**Records contained in a dataset:**
☆ ☆ ☆ ☆ ☆ ☆ ☆

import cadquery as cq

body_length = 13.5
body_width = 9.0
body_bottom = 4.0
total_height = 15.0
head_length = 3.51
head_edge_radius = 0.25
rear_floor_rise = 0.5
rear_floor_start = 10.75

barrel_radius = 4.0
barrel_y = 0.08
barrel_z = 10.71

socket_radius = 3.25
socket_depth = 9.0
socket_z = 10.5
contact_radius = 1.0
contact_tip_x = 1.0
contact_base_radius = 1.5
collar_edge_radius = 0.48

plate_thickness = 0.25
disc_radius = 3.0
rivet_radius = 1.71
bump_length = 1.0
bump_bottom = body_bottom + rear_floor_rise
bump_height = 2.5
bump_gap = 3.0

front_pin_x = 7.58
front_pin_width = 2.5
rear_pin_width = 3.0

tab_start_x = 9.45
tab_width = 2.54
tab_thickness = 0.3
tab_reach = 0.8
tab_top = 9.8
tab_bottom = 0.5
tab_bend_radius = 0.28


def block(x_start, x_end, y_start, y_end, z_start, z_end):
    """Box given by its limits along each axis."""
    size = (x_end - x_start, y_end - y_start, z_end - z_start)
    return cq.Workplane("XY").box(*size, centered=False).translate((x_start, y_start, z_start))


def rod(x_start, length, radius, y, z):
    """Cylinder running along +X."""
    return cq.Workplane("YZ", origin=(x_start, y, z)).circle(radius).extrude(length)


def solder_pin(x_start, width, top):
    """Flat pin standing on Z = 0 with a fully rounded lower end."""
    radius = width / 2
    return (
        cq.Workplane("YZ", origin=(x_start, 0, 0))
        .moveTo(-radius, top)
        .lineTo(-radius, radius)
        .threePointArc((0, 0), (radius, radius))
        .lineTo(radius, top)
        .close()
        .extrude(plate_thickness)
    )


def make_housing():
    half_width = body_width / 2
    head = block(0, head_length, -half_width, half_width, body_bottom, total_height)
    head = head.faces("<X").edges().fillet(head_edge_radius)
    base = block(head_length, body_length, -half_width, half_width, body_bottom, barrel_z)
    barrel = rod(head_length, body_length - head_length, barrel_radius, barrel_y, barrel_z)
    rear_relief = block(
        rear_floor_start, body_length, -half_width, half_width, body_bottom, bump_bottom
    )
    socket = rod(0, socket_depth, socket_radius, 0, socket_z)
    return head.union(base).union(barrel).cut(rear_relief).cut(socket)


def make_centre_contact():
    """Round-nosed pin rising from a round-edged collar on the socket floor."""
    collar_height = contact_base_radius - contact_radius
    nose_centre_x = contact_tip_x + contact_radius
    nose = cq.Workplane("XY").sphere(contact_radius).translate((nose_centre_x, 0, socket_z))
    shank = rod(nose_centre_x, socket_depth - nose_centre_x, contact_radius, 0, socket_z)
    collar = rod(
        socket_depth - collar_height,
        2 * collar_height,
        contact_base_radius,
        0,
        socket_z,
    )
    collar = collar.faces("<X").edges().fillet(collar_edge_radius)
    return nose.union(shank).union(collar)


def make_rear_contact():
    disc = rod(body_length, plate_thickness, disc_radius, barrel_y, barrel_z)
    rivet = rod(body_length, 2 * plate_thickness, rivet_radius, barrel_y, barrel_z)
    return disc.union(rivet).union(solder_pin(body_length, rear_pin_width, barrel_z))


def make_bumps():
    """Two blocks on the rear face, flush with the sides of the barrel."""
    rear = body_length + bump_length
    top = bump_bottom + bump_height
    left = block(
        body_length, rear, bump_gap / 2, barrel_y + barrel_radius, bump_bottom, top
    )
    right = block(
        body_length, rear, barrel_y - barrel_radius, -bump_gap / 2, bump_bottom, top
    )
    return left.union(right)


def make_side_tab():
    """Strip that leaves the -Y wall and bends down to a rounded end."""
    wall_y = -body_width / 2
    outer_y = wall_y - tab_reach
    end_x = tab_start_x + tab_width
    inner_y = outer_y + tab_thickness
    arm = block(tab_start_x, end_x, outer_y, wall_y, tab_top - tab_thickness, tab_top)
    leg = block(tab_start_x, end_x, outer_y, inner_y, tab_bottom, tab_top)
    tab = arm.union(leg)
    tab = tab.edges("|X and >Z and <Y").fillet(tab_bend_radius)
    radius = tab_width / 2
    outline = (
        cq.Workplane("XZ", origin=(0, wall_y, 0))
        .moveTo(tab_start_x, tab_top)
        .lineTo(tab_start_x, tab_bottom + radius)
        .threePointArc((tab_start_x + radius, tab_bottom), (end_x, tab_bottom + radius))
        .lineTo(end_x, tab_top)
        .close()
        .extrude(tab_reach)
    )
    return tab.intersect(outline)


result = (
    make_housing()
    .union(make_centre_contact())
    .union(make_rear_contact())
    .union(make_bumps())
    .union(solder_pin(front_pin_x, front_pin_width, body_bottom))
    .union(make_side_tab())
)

☆ ☆ ☆ ☆ ☆ ☆ ☆

Whenever the string "extrude" shows up in a line of the records, copy that line.

**REPLY TO THE EXERCISE:**
    return cq.Workplane("YZ", origin=(x_start, y, z)).circle(radius).extrude(length)
        .extrude(plate_thickness)
        .extrude(tab_reach)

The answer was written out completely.